=== Work to be completed ===
Leave the pictures out and repeat the rest of the data below exactly.

=== Given records ===
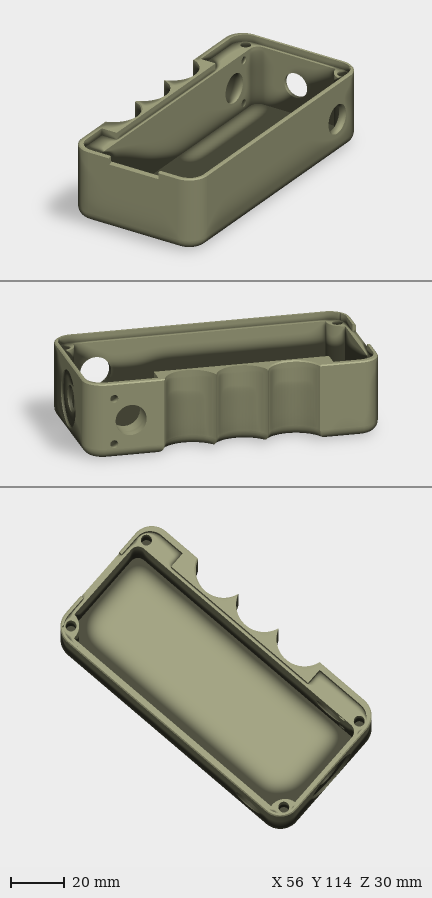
import cadquery as cq
import math

WIDTH = 56.0
LENGTH = 114.0
HEIGHT = 30.0
CORNER_RADIUS = 8.0
BOTTOM_FILLET = 4.0
RIM_CHAMFER = 0.5
LEFT = -WIDTH / 2
RIGHT = WIDTH / 2
FRONT = -LENGTH / 2
BACK = LENGTH / 2
MID_HEIGHT = HEIGHT / 2

FLOOR = 3.0
GRIP_WALL = 10.0
SIDE_WALL = 3.1
END_WALL = 2.5
CAVITY_RADIUS = 3.4

SEAT_DEPTH = 3.0
SEAT_Z = HEIGHT - SEAT_DEPTH
SEAT_INSET = 1.4
SEAT_GRIP_INSET = 2.3
SEAT_RADIUS = 6.5
BLOCK_INNER_INSET = 8.9
BLOCK_FRONT_Y = -38.6
BLOCK_BACK_Y = 29.0

FINGER_RADIUS = 10.5
FINGER_DEPTH = 7.5
FINGER_PITCH = 20.0
FINGER_MIDDLE_Y = -3.0
FINGER_X = LEFT + FINGER_DEPTH - FINGER_RADIUS
FINGER_YS = [FINGER_MIDDLE_Y + i * FINGER_PITCH for i in (-1, 0, 1)]

SCREW_DIAMETER = 4.1
SCREW_DEPTH = 11.4
SCREW_END_INSET = 4.5
SCREW_XS = (LEFT + 7.0, RIGHT - 5.9)
POST_DIAMETER = 12.8
POST_SIDE_INSET = 3.8
POST_END_INSET = 1.9

SIDE_HOLE_DIAMETER = 12.0
SIDE_HOLE_Y = 40.0
BACK_HOLE_DIAMETER = 10.1
BACK_RECESS_DIAMETER = 22.0
BACK_RECESS_DEPTH = 1.0
PIN_DIAMETER = 3.1
PIN_Y = 46.5
PIN_SPACING = 18.0
NOTCH_WIDTH = 22.0
NOTCH_X = 0.5


def block(x_min, x_max, y_min, y_max, z_min, z_max):
    """Box given by its limits along each axis."""
    size = (x_max - x_min, y_max - y_min, z_max - z_min)
    return cq.Workplane("XY").box(*size, centered=False).translate((x_min, y_min, z_min))


def cylinder_z(x, y, diameter, z_min, z_max):
    """Upright cylinder between two heights."""
    base = cq.Workplane("XY", origin=(x, y, z_min))
    return base.circle(diameter / 2).extrude(z_max - z_min)


def cylinder_x(y, z, diameter, x_min, x_max):
    """Cylinder along X between two positions."""
    base = cq.Workplane("YZ", origin=(x_min, y, z))
    return base.circle(diameter / 2).extrude(x_max - x_min)


def make_shell():
    """Solid case with rounded corners, rounded bottom and chamfered rim."""
    shell = block(LEFT, RIGHT, FRONT, BACK, 0, HEIGHT).edges("|Z").fillet(CORNER_RADIUS)
    return shell.faces("<Z").edges().fillet(BOTTOM_FILLET).faces(">Z").edges().chamfer(RIM_CHAMFER)


def make_cavity():
    """Main pocket, less the two round screw posts on the right."""
    cavity = block(LEFT + GRIP_WALL, RIGHT - SIDE_WALL, FRONT + END_WALL, BACK - END_WALL, FLOOR, HEIGHT)
    cavity = cavity.edges("|Z and <X").fillet(CAVITY_RADIUS)
    post_y = BACK - POST_END_INSET
    for y in (-post_y, post_y):
        cavity = cavity.cut(cylinder_z(RIGHT - POST_SIDE_INSET, y, POST_DIAMETER, FLOOR, SEAT_Z))
    return cavity


def make_seat():
    """Lid recess, stepping around the block behind the scallops."""
    seat = block(
        LEFT + SEAT_GRIP_INSET, RIGHT - SEAT_INSET,
        FRONT + SEAT_INSET, BACK - SEAT_INSET, SEAT_Z, HEIGHT,
    )
    seat = seat.edges("|Z").fillet(SEAT_RADIUS)
    return seat.cut(block(LEFT, LEFT + BLOCK_INNER_INSET, BLOCK_FRONT_Y, BLOCK_BACK_Y, SEAT_Z, HEIGHT))


def make_finger(y, chamfer_top):
    """Scallop cutter that flares out at the bottom to leave a rounded lower edge."""
    flare = BOTTOM_FILLET
    arc_offset = flare * (1 - math.sqrt(0.5))
    profile = (
        cq.Workplane("XZ")
        .lineTo(FINGER_RADIUS + flare, 0)
        .threePointArc((FINGER_RADIUS + arc_offset, arc_offset), (FINGER_RADIUS, flare))
    )
    if chamfer_top:
        profile = profile.lineTo(FINGER_RADIUS, HEIGHT - RIM_CHAMFER)
        profile = profile.lineTo(FINGER_RADIUS + RIM_CHAMFER, HEIGHT)
    else:
        profile = profile.lineTo(FINGER_RADIUS, HEIGHT)
    cutter = profile.lineTo(0, HEIGHT).close().revolve(360, (0, 0, 0), (0, 1, 0))
    return cutter.translate((FINGER_X, y, 0))


result = make_shell().cut(make_cavity()).cut(make_seat())

for finger_y in FINGER_YS:
    result = result.cut(make_finger(finger_y, finger_y == FINGER_YS[0]))

screw_y = BACK - SCREW_END_INSET
for x in SCREW_XS:
    for y in (-screw_y, screw_y):
        result = result.cut(cylinder_z(x, y, SCREW_DIAMETER, SEAT_Z - SCREW_DEPTH, SEAT_Z))

result = result.cut(cylinder_x(SIDE_HOLE_Y, MID_HEIGHT, SIDE_HOLE_DIAMETER, LEFT, RIGHT))
for side in (-1, 1):
    pin_z = MID_HEIGHT + side * PIN_SPACING / 2
    result = result.cut(cylinder_x(PIN_Y, pin_z, PIN_DIAMETER, LEFT, LEFT + GRIP_WALL))

back_plane = cq.Workplane("XZ", origin=(0, BACK, MID_HEIGHT))
back_hole = back_plane.circle(BACK_HOLE_DIAMETER / 2).extrude(END_WALL)
back_recess = back_plane.circle(BACK_RECESS_DIAMETER / 2).extrude(BACK_RECESS_DEPTH)
result = result.cut(back_hole).cut(back_recess)

result = result.cut(
    block(NOTCH_X - NOTCH_WIDTH / 2, NOTCH_X + NOTCH_WIDTH / 2, FRONT, FRONT + END_WALL, SEAT_Z, HEIGHT)
)

=== Expected output ===
import cadquery as cq
import math

WIDTH = 56.0
LENGTH = 114.0
HEIGHT = 30.0
CORNER_RADIUS = 8.0
BOTTOM_FILLET = 4.0
RIM_CHAMFER = 0.5
LEFT = -WIDTH / 2
RIGHT = WIDTH / 2
FRONT = -LENGTH / 2
BACK = LENGTH / 2
MID_HEIGHT = HEIGHT / 2

FLOOR = 3.0
GRIP_WALL = 10.0
SIDE_WALL = 3.1
END_WALL = 2.5
CAVITY_RADIUS = 3.4

SEAT_DEPTH = 3.0
SEAT_Z = HEIGHT - SEAT_DEPTH
SEAT_INSET = 1.4
SEAT_GRIP_INSET = 2.3
SEAT_RADIUS = 6.5
BLOCK_INNER_INSET = 8.9
BLOCK_FRONT_Y = -38.6
BLOCK_BACK_Y = 29.0

FINGER_RADIUS = 10.5
FINGER_DEPTH = 7.5
FINGER_PITCH = 20.0
FINGER_MIDDLE_Y = -3.0
FINGER_X = LEFT + FINGER_DEPTH - FINGER_RADIUS
FINGER_YS = [FINGER_MIDDLE_Y + i * FINGER_PITCH for i in (-1, 0, 1)]

SCREW_DIAMETER = 4.1
SCREW_DEPTH = 11.4
SCREW_END_INSET = 4.5
SCREW_XS = (LEFT + 7.0, RIGHT - 5.9)
POST_DIAMETER = 12.8
POST_SIDE_INSET = 3.8
POST_END_INSET = 1.9

SIDE_HOLE_DIAMETER = 12.0
SIDE_HOLE_Y = 40.0
BACK_HOLE_DIAMETER = 10.1
BACK_RECESS_DIAMETER = 22.0
BACK_RECESS_DEPTH = 1.0
PIN_DIAMETER = 3.1
PIN_Y = 46.5
PIN_SPACING = 18.0
NOTCH_WIDTH = 22.0
NOTCH_X = 0.5


def block(x_min, x_max, y_min, y_max, z_min, z_max):
    """Box given by its limits along each axis."""
    size = (x_max - x_min, y_max - y_min, z_max - z_min)
    return cq.Workplane("XY").box(*size, centered=False).translate((x_min, y_min, z_min))


def cylinder_z(x, y, diameter, z_min, z_max):
    """Upright cylinder between two heights."""
    base = cq.Workplane("XY", origin=(x, y, z_min))
    return base.circle(diameter / 2).extrude(z_max - z_min)


def cylinder_x(y, z, diameter, x_min, x_max):
    """Cylinder along X between two positions."""
    base = cq.Workplane("YZ", origin=(x_min, y, z))
    return base.circle(diameter / 2).extrude(x_max - x_min)


def make_shell():
    """Solid case with rounded corners, rounded bottom and chamfered rim."""
    shell = block(LEFT, RIGHT, FRONT, BACK, 0, HEIGHT).edges("|Z").fillet(CORNER_RADIUS)
    return shell.faces("<Z").edges().fillet(BOTTOM_FILLET).faces(">Z").edges().chamfer(RIM_CHAMFER)


def make_cavity():
    """Main pocket, less the two round screw posts on the right."""
    cavity = block(LEFT + GRIP_WALL, RIGHT - SIDE_WALL, FRONT + END_WALL, BACK - END_WALL, FLOOR, HEIGHT)
    cavity = cavity.edges("|Z and <X").fillet(CAVITY_RADIUS)
    post_y = BACK - POST_END_INSET
    for y in (-post_y, post_y):
        cavity = cavity.cut(cylinder_z(RIGHT - POST_SIDE_INSET, y, POST_DIAMETER, FLOOR, SEAT_Z))
    return cavity


def make_seat():
    """Lid recess, stepping around the block behind the scallops."""
    seat = block(
        LEFT + SEAT_GRIP_INSET, RIGHT - SEAT_INSET,
        FRONT + SEAT_INSET, BACK - SEAT_INSET, SEAT_Z, HEIGHT,
    )
    seat = seat.edges("|Z").fillet(SEAT_RADIUS)
    return seat.cut(block(LEFT, LEFT + BLOCK_INNER_INSET, BLOCK_FRONT_Y, BLOCK_BACK_Y, SEAT_Z, HEIGHT))


def make_finger(y, chamfer_top):
    """Scallop cutter that flares out at the bottom to leave a rounded lower edge."""
    flare = BOTTOM_FILLET
    arc_offset = flare * (1 - math.sqrt(0.5))
    profile = (
        cq.Workplane("XZ")
        .lineTo(FINGER_RADIUS + flare, 0)
        .threePointArc((FINGER_RADIUS + arc_offset, arc_offset), (FINGER_RADIUS, flare))
    )
    if chamfer_top:
        profile = profile.lineTo(FINGER_RADIUS, HEIGHT - RIM_CHAMFER)
        profile = profile.lineTo(FINGER_RADIUS + RIM_CHAMFER, HEIGHT)
    else:
        profile = profile.lineTo(FINGER_RADIUS, HEIGHT)
    cutter = profile.lineTo(0, HEIGHT).close().revolve(360, (0, 0, 0), (0, 1, 0))
    return cutter.translate((FINGER_X, y, 0))


result = make_shell().cut(make_cavity()).cut(make_seat())

for finger_y in FINGER_YS:
    result = result.cut(make_finger(finger_y, finger_y == FINGER_YS[0]))

screw_y = BACK - SCREW_END_INSET
for x in SCREW_XS:
    for y in (-screw_y, screw_y):
        result = result.cut(cylinder_z(x, y, SCREW_DIAMETER, SEAT_Z - SCREW_DEPTH, SEAT_Z))

result = result.cut(cylinder_x(SIDE_HOLE_Y, MID_HEIGHT, SIDE_HOLE_DIAMETER, LEFT, RIGHT))
for side in (-1, 1):
    pin_z = MID_HEIGHT + side * PIN_SPACING / 2
    result = result.cut(cylinder_x(PIN_Y, pin_z, PIN_DIAMETER, LEFT, LEFT + GRIP_WALL))

back_plane = cq.Workplane("XZ", origin=(0, BACK, MID_HEIGHT))
back_hole = back_plane.circle(BACK_HOLE_DIAMETER / 2).extrude(END_WALL)
back_recess = back_plane.circle(BACK_RECESS_DIAMETER / 2).extrude(BACK_RECESS_DEPTH)
result = result.cut(back_hole).cut(back_recess)

result = result.cut(
    block(NOTCH_X - NOTCH_WIDTH / 2, NOTCH_X + NOTCH_WIDTH / 2, FRONT, FRONT + END_WALL, SEAT_Z, HEIGHT)
)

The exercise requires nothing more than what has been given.